Raleigh’s Valleys have crafted a well executed progressive metalcore album with Experiment One: Asylum that is almost inhumanly spot on for genre style points. Like notes in a wine, the band cycle through atmospheric or djent-guitars, high vocal melodies that strive to fit into the progressive metalcore club rather than stray too close to clean mall emo vocals, etc. At their best they are a blend between some of Veil Of Maya’s edgier passages with potential (evident in the amount of hard work that clearly went into this) future Periphery-sized ambitions. For now, Valleys lack however the more original traits that make bands like Intronaut and Wings Denied or the ferocious new After The Burial stand out more.
Much better than most metalcore by numbers and capable than many new wave of prog metal bands, but not quite ready to write their Polaris.
Opening track “A Tension” sets a great, futuristic instrumental tone I wish the band had kept going with longer before the vocals sweep in and take over the mood, the backing band following suit. The guitar runs in this song alone are highly impressive, virtuoso shit. Vocalists Jayson Mitchell and Mikey Clement have a picnic time between Saosin and Whitechapel sharing is caring thing going on and it really works for the sound the band is going for. The screams are intense but on the new school side. Same for the cleans albeit thankfully not, again, as mall music emo as one might fear from any younger band these days.
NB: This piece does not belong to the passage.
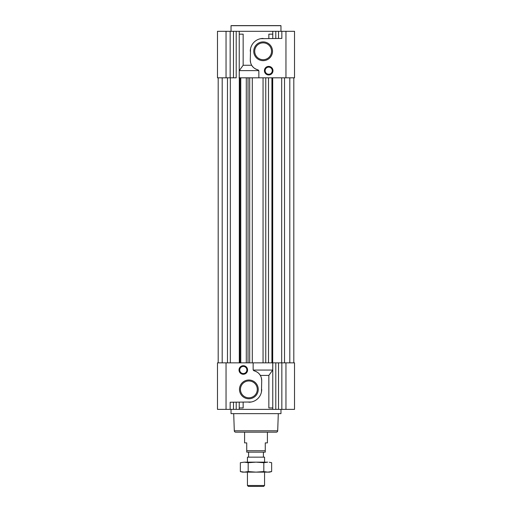 <?xml version="1.0" encoding="UTF-8"?>
<svg xmlns="http://www.w3.org/2000/svg" width="512" height="512" viewBox="0 0 512 512"><rect width="100%" height="100%" fill="white"/><g stroke="black" fill="none" stroke-linecap="round" stroke-linejoin="round"><path stroke-width="0.77" d="M268.506 362.854L275.795 362.854L272.762 362.854L272.762 409.363L217.478 409.363L217.478 362.854L268.506 362.854L268.506 77.818M271.923 77.818L271.923 362.854M293.805 77.818L293.805 362.854M230.323 77.818L230.323 362.854M227.469 77.818L227.469 362.854M218.195 77.818L218.195 362.854M281.677 77.818L281.677 362.854M284.531 77.818L284.531 362.854M250.541 48.762L250.291 60.154A9.984 9.984 0 0 0 257.786 69.824A1.427 1.427 0 0 1 258.854 71.206L258.854 77.818L239.021 77.818M222.195 77.818L222.195 362.854M289.805 77.818L289.805 362.854M246.291 362.854L246.291 77.818L240.774 77.818L240.774 362.854M239.955 77.818L239.955 362.854M239.309 77.818L239.309 362.854M272.691 77.818L272.691 362.854M265.754 77.818L265.754 362.854M263.053 77.818L263.053 362.854L253.146 362.854L253.146 369.459L253.28 370.061L272.73 370.061L268.845 375.411L268.845 407.936L272.762 407.936M226.042 31.309L226.042 77.818L217.478 77.818L217.478 31.309L285.958 31.309L285.958 77.818L252.294 77.818L252.294 362.854M249.702 77.818L249.702 362.854M248.032 77.818L248.032 362.854M264.557 485.504L263.661 486.4L248.339 486.4L247.443 485.504L264.557 485.504L264.557 472.134M264.557 462.15L264.557 457.152L247.443 457.152L247.443 462.15M247.443 485.504L247.443 472.134M263.418 457.152L263.418 452.16M248.582 457.152L248.582 452.16M244.589 432.186L244.589 442.886L246.726 442.886L246.726 450.733L265.274 450.733L265.274 442.886L267.411 442.886L267.411 432.186M265.274 450.733L265.274 452.16L246.726 452.16L246.726 450.733M231.034 409.363L231.034 413.645L280.966 413.645L280.966 409.363M233.702 413.645L234.304 430.81A1.427 1.427 0 0 0 235.725 432.186L276.275 432.186A1.427 1.427 0 0 0 277.696 430.81L278.298 413.645M243.302 365.709A4.282 4.282 0 0 0 239.021 369.99A4.282 4.282 0 0 0 243.302 374.266A4.282 4.282 0 0 0 247.584 369.99A4.282 4.282 0 0 0 243.302 365.709M243.302 366.419A3.565 3.565 0 0 0 239.738 369.99A3.565 3.565 0 0 0 243.302 373.555A3.565 3.565 0 0 0 246.867 369.99A3.565 3.565 0 0 0 243.302 366.419M248.864 380.006A9.382 9.382 0 0 0 239.482 389.389A9.382 9.382 0 0 0 248.864 398.778A9.382 9.382 0 0 0 258.253 389.389A9.382 9.382 0 0 0 248.864 380.006M248.864 380.973A8.416 8.416 0 0 0 240.448 389.389A8.416 8.416 0 0 0 248.864 397.805A8.416 8.416 0 0 0 257.286 389.389A8.416 8.416 0 0 0 248.864 380.973M261.459 391.904L261.709 380.512A9.984 9.984 0 0 0 254.214 370.842C257.19 371.821 259.219 373.344 260.301 375.411L268.845 375.411M261.709 380.512L261.35 377.869M230.157 409.363L230.157 402.227L251.315 401.997M239.238 407.936L243.155 407.936L243.155 402.227M248.864 402.227A12.838 12.838 0 0 0 261.709 389.389M253.28 370.061L254.214 370.842A1.427 1.427 0 0 1 253.146 369.459M275.795 409.363L294.522 409.363L294.522 362.854L275.795 362.854L275.795 409.363L272.762 409.363M272.73 362.854L272.73 370.061M231.034 25.696L280.966 25.696A0.71 0.71 0 0 0 280.608 25.6L231.392 25.6A0.71 0.71 0 0 0 231.034 25.696L231.034 31.309M280.966 31.309L280.966 25.696M268.698 74.963A4.282 4.282 0 0 0 272.979 70.682A4.282 4.282 0 0 0 268.698 66.4A4.282 4.282 0 0 0 264.416 70.682A4.282 4.282 0 0 0 268.698 74.963M268.698 74.246A3.565 3.565 0 0 0 272.262 70.682A3.565 3.565 0 0 0 268.698 67.117A3.565 3.565 0 0 0 265.133 70.682A3.565 3.565 0 0 0 268.698 74.246M263.136 60.666A9.382 9.382 0 0 0 272.518 51.277A9.382 9.382 0 0 0 263.136 41.894A9.382 9.382 0 0 0 253.747 51.277A9.382 9.382 0 0 0 263.136 60.666M263.136 59.699A8.416 8.416 0 0 0 271.552 51.277A8.416 8.416 0 0 0 263.136 42.861A8.416 8.416 0 0 0 254.714 51.277A8.416 8.416 0 0 0 263.136 59.699M239.238 31.309L239.238 77.818M239.238 34.157L243.155 34.157L243.155 65.261L251.699 65.261C252.781 67.322 254.81 68.845 257.786 69.824L258.72 70.611L239.27 70.611L243.155 65.261M250.291 60.154L250.65 62.797M281.843 31.309L281.843 38.438L260.685 38.675M272.762 34.157L268.845 34.157L268.845 38.438M239.27 77.818L239.27 70.611M285.958 31.309L294.522 31.309L294.522 77.818L285.958 77.818M263.136 38.438A12.838 12.838 0 0 0 250.291 51.277M226.042 77.818L236.205 77.818L236.205 31.309M258.854 71.206L258.72 70.611M240.352 462.707L244.262 462.15L240.352 462.707L240.352 471.571L242.445 472.134L269.555 472.134L271.648 471.571L271.648 462.707L269.299 462.24M244.262 462.15L267.738 462.15L263.827 462.707L256 462.15L248.173 462.707L244.262 462.15M240.352 471.571L244.262 472.134L248.173 471.571L256 472.134L263.827 471.571L263.827 462.707M263.827 471.571L267.738 472.134L271.648 471.571M248.173 471.571L248.173 462.707M234.304 430.81L277.696 430.81M236.205 409.363L236.205 402.227M233.485 409.363L233.485 402.227M226.042 409.363L226.042 362.854M285.958 409.363L285.958 362.854M281.843 409.363L281.843 362.854M278.515 409.363L278.515 362.854M275.795 31.309L275.795 38.438M278.515 31.309L278.515 38.438M230.157 31.309L230.157 77.818M233.485 31.309L233.485 77.818M239.238 409.363L239.238 402.227M272.762 31.309L272.762 38.438"/></g></svg>

Experiment One: Asylum was recorded during the summer and fall of 2015 and is produced by Paul Barton of 415 Recording, with mixing and mastering duties handled by Todd Borland of Borland Studios.
“We wrote this album as a concept on Multiple Personality Disorder because we understand how devastating this disease can be on the individual and his/her family. We wrote these lyrics and music as a way of hope for the people diagnosed with this disease. We want them to hear the record and hear the story of Asylum, the main character, and see that if he can fight the disease, anyone can,” says Mitchell.
Over ten varied tracks the band prove good work can be done in this sub genre of the family rock and metal tree, if without perhaps as much staying power as death metal or other forms. The future has yet to get out a verdict on that, but I’d be surprised if I am wrong.
The key track on this baby is “Choices”, in that the title summarizes that the band perhaps have too many at their disposal while also cramming in a ton of cool music within a 3:25 skeleton that you’ll be amazed is as short as it was for all the places visited. “Compassion”, the following track, is more of what I hope the band evolves into. Dreamier and more progressively unique territory than djent-a-thon, paired with almost post-hardcore meets Deftones screamed chorus dissonance. And really smart layering and almost a looping hip hop feel augmented by so many cool twists and turns including lighter passages that drift your head into the clouds while your head bops.
Whether raging in an asylum or looking for liftoff, this record will serve you well. “Finding Solace” climbs and slides about with leads up there with Scale The Summit for skillful and transportative.
Looking forward to the music yet to come from this band, though this is a very capable early effort.